However, if you want to strip the cover on the compiler / machine / os, the reason is that the automatic storage is allocated at the same address for the two function calls.
Example...
#include "stdio.h"
int* foo(int x) {
int a[2];
printf("&a[0] = %p\n", &a[0]);
printf("&a[1] = %p\n\n", &a[1]);
a[0] = x;
a[1] = x + 1;
return a;
}
int main(int argc, char* argv[]) {
printf("foo(2)\n");
int* p1 = foo(2);
printf("foo(3)\n");
int* p2 = foo(3);
printf("p1[0] = %i\n", p1[0]);
printf("p1[1] = %i\n\n", p1[1]);
printf("p2[0] = %i\n", p2[0]);
printf("p2[1] = %i\n", p2[1]);
return 0;
}
outputs ...
foo(2) &a[0] = 0x7fff4dd0f054 &a[1] = 0x7fff4dd0f058 foo(3) &a[0] = 0x7fff4dd0f054 &a[1] = 0x7fff4dd0f058 p1[0] = 3 p1[1] = 4 p2[0] = 3 p2[1] = 4
So, &a[0]
and &a[1]
have the same addresses both in foo(2)
and foo(3)
.
What happens when you enter a function, it usually creates a stack frame (by decreasing the stack pointer by x86).
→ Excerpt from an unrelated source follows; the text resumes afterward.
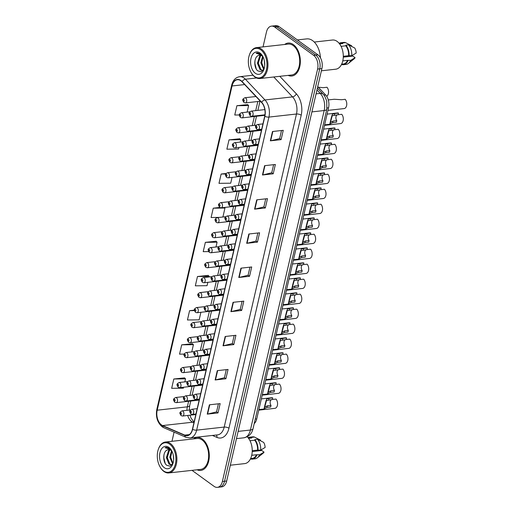 <?xml version="1.0" encoding="UTF-8"?>
<svg xmlns="http://www.w3.org/2000/svg" width="513" height="513" viewBox="0 0 513 513"><rect width="100%" height="100%" fill="white"/><g stroke="black" fill="none" stroke-linecap="round" stroke-linejoin="round"><path stroke-width="0.77" d="M317.739 86.607L325.608 94.937A10.363 6.438 83.6 0 1 328.557 107.794L256.737 418.897A10.363 6.438 83.6 0 1 254.217 423.603M197.056 469.793A16.583 10.298 -96.4 0 0 200.737 470.427A16.583 10.298 -96.4 0 0 209.266 457.038A16.583 10.298 -96.4 0 0 202.34 439.038A16.583 10.298 -96.4 0 0 197.063 437.467A16.583 10.298 -96.4 0 0 193.613 438.891A16.583 10.298 -96.4 0 1 197.063 437.467A16.583 10.298 -96.4 0 1 202.34 439.038A16.583 10.298 -96.4 0 1 209.266 457.038A16.583 10.298 -96.4 0 1 200.737 470.427A16.583 10.298 -96.4 0 1 197.056 469.793M288.114 75.385A16.583 10.298 -96.4 0 0 291.794 76.014A16.583 10.298 -96.4 0 0 300.323 62.624A16.583 10.298 -96.4 0 0 293.398 44.625A16.583 10.298 -96.4 0 0 288.12 43.054A16.583 10.298 -96.4 0 0 284.67 44.477A16.583 10.298 -96.4 0 1 288.12 43.054A16.583 10.298 -96.4 0 1 293.398 44.625A16.583 10.298 -96.4 0 1 300.323 62.624A16.583 10.298 -96.4 0 1 291.794 76.014A16.583 10.298 -96.4 0 1 288.114 75.385M161.448 424.886A11.055 6.868 83.6 0 1 157.196 410.201L232.049 85.972A11.055 6.868 83.6 0 1 237.372 79.733A11.055 6.868 83.6 0 1 241.989 81.759L261.559 102.478A11.055 6.868 83.6 0 1 264.708 116.188L192.433 429.246A11.055 6.868 83.6 0 1 187.117 435.486A11.055 6.868 83.6 0 1 184.763 435.107L162.621 425.559A11.055 6.868 83.6 0 1 161.448 424.886M161.39 425.136A11.331 7.041 -96.4 0 0 162.589 425.822L184.738 435.37A11.331 7.041 -96.4 0 0 192.593 429.362L264.868 116.31A11.331 7.041 -96.4 0 0 261.643 102.254L242.078 81.535A11.331 7.041 -96.4 0 0 231.889 85.851L157.036 410.079A11.331 7.041 -96.4 0 0 161.39 425.136M192.029 470.357L214.094 486.369A10.363 6.438 -96.4 0 0 217.397 487.35L221.699 486.869A10.363 6.438 -96.4 0 0 226.682 481.021L321.901 68.595A10.363 6.438 -96.4 0 0 317.919 54.827L279.066 26.631L276.911 26.875A10.363 6.438 -96.4 0 0 273.615 25.887A10.363 6.438 -96.4 0 1 276.911 26.875L315.764 55.064L276.911 26.875L274.756 27.112A10.363 6.438 -96.4 0 0 271.46 26.131A10.363 6.438 -96.4 0 0 266.471 31.979L263.034 46.895M321.901 68.595L319.746 68.832A10.363 6.438 -96.4 0 0 315.764 55.064A10.363 6.438 -96.4 0 1 319.746 68.832L224.534 481.258L319.746 68.832L317.598 69.075A10.363 6.438 -96.4 0 0 313.61 55.308L274.756 27.112M219.545 487.113A10.363 6.438 -96.4 0 0 224.534 481.258A10.363 6.438 -96.4 0 1 219.545 487.113M247.651 104.601L236.91 105.704L234.755 115.021L239.411 114.963M239.763 138.76L229.022 139.863L226.868 149.18L238.59 149.033L238.962 147.43M184.558 377.889L173.811 378.998L171.663 388.315L183.385 388.168L183.596 387.232M192.446 343.729L181.698 344.832L179.55 354.15L184.186 354.092M208.214 275.404L197.473 276.513L195.325 285.831L207.04 285.683L207.823 282.317M216.101 241.245L205.36 242.348L203.212 251.665L208.644 251.601M174.08 432.17L171.977 441.308M217.397 487.35A10.363 6.438 -96.4 0 0 222.379 481.502L317.598 69.075M256.718 199.846L267.478 198.646L265.33 207.964L254.563 209.163L256.718 199.846M264.605 165.68L275.366 164.481L273.217 173.798L262.451 174.997L264.605 165.68M272.486 131.52L283.253 130.321L281.105 139.639L270.338 140.838L272.486 131.52M233.056 302.33L243.816 301.131L241.668 310.448L230.901 311.647L233.056 302.33M225.169 336.49L235.929 335.29L233.781 344.608L223.014 345.807L225.169 336.49M217.281 370.655L228.048 369.45L225.893 378.767L215.133 379.973L217.281 370.655M209.394 404.815L220.16 403.616L218.006 412.933L207.246 414.132L209.394 404.815M248.831 234.005L259.591 232.806L257.443 242.123L246.676 243.322L248.831 234.005M240.943 268.171L251.703 266.965L249.555 276.283L238.789 277.482L240.943 268.171M226.137 173.471L221.135 174.029L218.987 183.34L230.703 183.192L232.043 177.408M194.421 310.134L189.586 310.673L187.437 319.99L199.159 319.843L200.897 312.295M219.776 207.457L213.248 208.188L211.099 217.506L219.455 217.397M249.555 276.283L248.1 275.231M249.959 267.164L248.087 275.269L239.141 277.424A2.764 1.064 -167 0 1 238.789 277.482M257.443 242.123L255.987 241.065M257.847 232.998L255.974 241.104L247.029 243.265A2.764 1.064 -167 0 1 246.676 243.322M218.006 412.933L216.55 411.875M218.416 403.808L216.544 411.913L207.592 414.074A2.764 1.064 -167 0 1 207.246 414.132M225.893 378.767L224.438 377.715M226.304 369.649L224.431 377.754L215.479 379.909A2.764 1.064 -167 0 1 215.133 379.973M233.781 344.608L232.325 343.55M234.184 335.483L232.318 343.588L223.367 345.749A2.764 1.064 -167 0 1 223.014 345.807M241.668 310.448L240.212 309.39M242.072 301.323L240.206 309.429L231.254 311.59A2.764 1.064 -167 0 1 230.901 311.647M281.105 139.639L279.649 138.581M281.509 130.514L279.636 138.619L270.684 140.78A2.764 1.064 -167 0 1 270.338 140.838M273.217 173.798L271.762 172.746M273.621 164.679L271.749 172.785L262.797 174.939A2.764 1.064 -167 0 1 262.451 174.997M265.33 207.964L263.874 206.906M265.734 198.839L263.862 206.944L254.916 209.099A2.764 1.064 -167 0 1 254.563 209.163M205.36 242.348L217.082 242.2L215.973 246.99M217.082 242.2L216.018 241.161M197.473 276.513L209.195 276.366L209.054 276.969M209.195 276.366L208.131 275.321M189.586 310.673L194.465 310.609M181.698 344.832L193.42 344.685L191.753 351.905M193.42 344.685L192.356 343.646M173.811 378.998L185.533 378.85L184.834 381.884M185.533 378.85L184.468 377.805M213.248 208.188L224.97 208.041L222.899 217.018M224.97 208.041L224.38 207.464M221.135 174.029L225.823 173.965M229.022 139.863L240.744 139.716L240.199 142.075M240.744 139.716L239.68 138.677M236.91 105.704L248.632 105.556L247.119 112.103M248.632 105.556L247.567 104.517M279.066 26.631A10.363 6.438 -96.4 0 0 275.763 25.65L271.46 26.131M272.384 399.473L275.988 399.069A5.181 3.219 83.6 0 1 277.52 404.661A5.181 3.219 83.6 0 1 274.897 408.342L258.757 410.144M271.011 405.411L270.64 407.014L266.952 407.425L264.342 408.726C263.291 411.753 265.58 401.865 266.452 399.582L266.856 398.96L269.062 398.293L272.749 397.883L272.377 399.486L266.504 400.512L264.708 407.13L267.324 405.821L271.011 405.411A3.456 2.148 83.6 0 1 270.159 402.089A3.456 2.148 83.6 0 1 271.492 399.582M264.637 407.226L264.169 409.015L258.879 409.605M261.354 398.902L271.736 397.742A5.181 3.219 83.6 0 1 272.749 397.883M275.84 384.5L269.96 385.526L268.171 392.144L270.781 390.835L274.474 390.425L274.102 392.022L270.409 392.439L267.805 393.74C266.754 396.767 269.036 386.879 269.915 384.59L270.319 383.974L272.518 383.307L276.212 382.897L275.84 384.5L279.45 384.083A5.181 3.219 83.6 0 1 280.983 389.675A5.181 3.219 83.6 0 1 278.354 393.356L262.214 395.151M279.303 369.501L282.907 369.097A5.181 3.219 83.6 0 1 284.439 374.689A5.181 3.219 83.6 0 1 281.817 378.363L265.676 380.165M282.759 354.521L276.879 355.554L275.09 362.165L277.7 360.857L281.393 360.447L281.021 362.05L277.334 362.46L274.724 363.762C273.673 366.789 275.956 356.901 276.834 354.618L277.238 354.002L279.438 353.329L283.131 352.918L282.759 354.521L286.369 354.111A5.181 3.219 83.6 0 1 287.902 359.696A5.181 3.219 83.6 0 1 285.279 363.377L269.139 365.179M268.1 392.24L267.632 394.029L262.342 394.619M264.811 383.91L275.192 382.756A5.181 3.219 83.6 0 1 276.212 382.897M274.474 390.425A3.456 2.148 83.6 0 1 273.621 387.103A3.456 2.148 83.6 0 1 274.949 384.596M277.931 375.433L277.565 377.036L273.871 377.446L271.262 378.748C270.216 381.781 272.499 371.887 273.371 369.604L273.782 368.988L275.981 368.321L279.668 367.911L279.303 369.507L273.423 370.54L271.634 377.151L274.243 375.849L277.931 375.433A3.456 2.148 83.6 0 1 277.078 372.117A3.456 2.148 83.6 0 1 278.412 369.61M271.563 377.247L271.088 379.043L265.798 379.626M268.273 368.924L278.655 367.77A5.181 3.219 83.6 0 1 279.668 367.911M275.019 362.261L274.551 364.05L269.261 364.64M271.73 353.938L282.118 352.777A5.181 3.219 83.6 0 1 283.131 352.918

This allocates memory on the stack for automatic storage variables. When you leave the function, the stack frame is destroyed (and the stack pointer returns to its original value). Therefore, if you reintroduce the same function, you usually use the same memory for the stack frame (the stack pointer is decremented to the same value as the last function call).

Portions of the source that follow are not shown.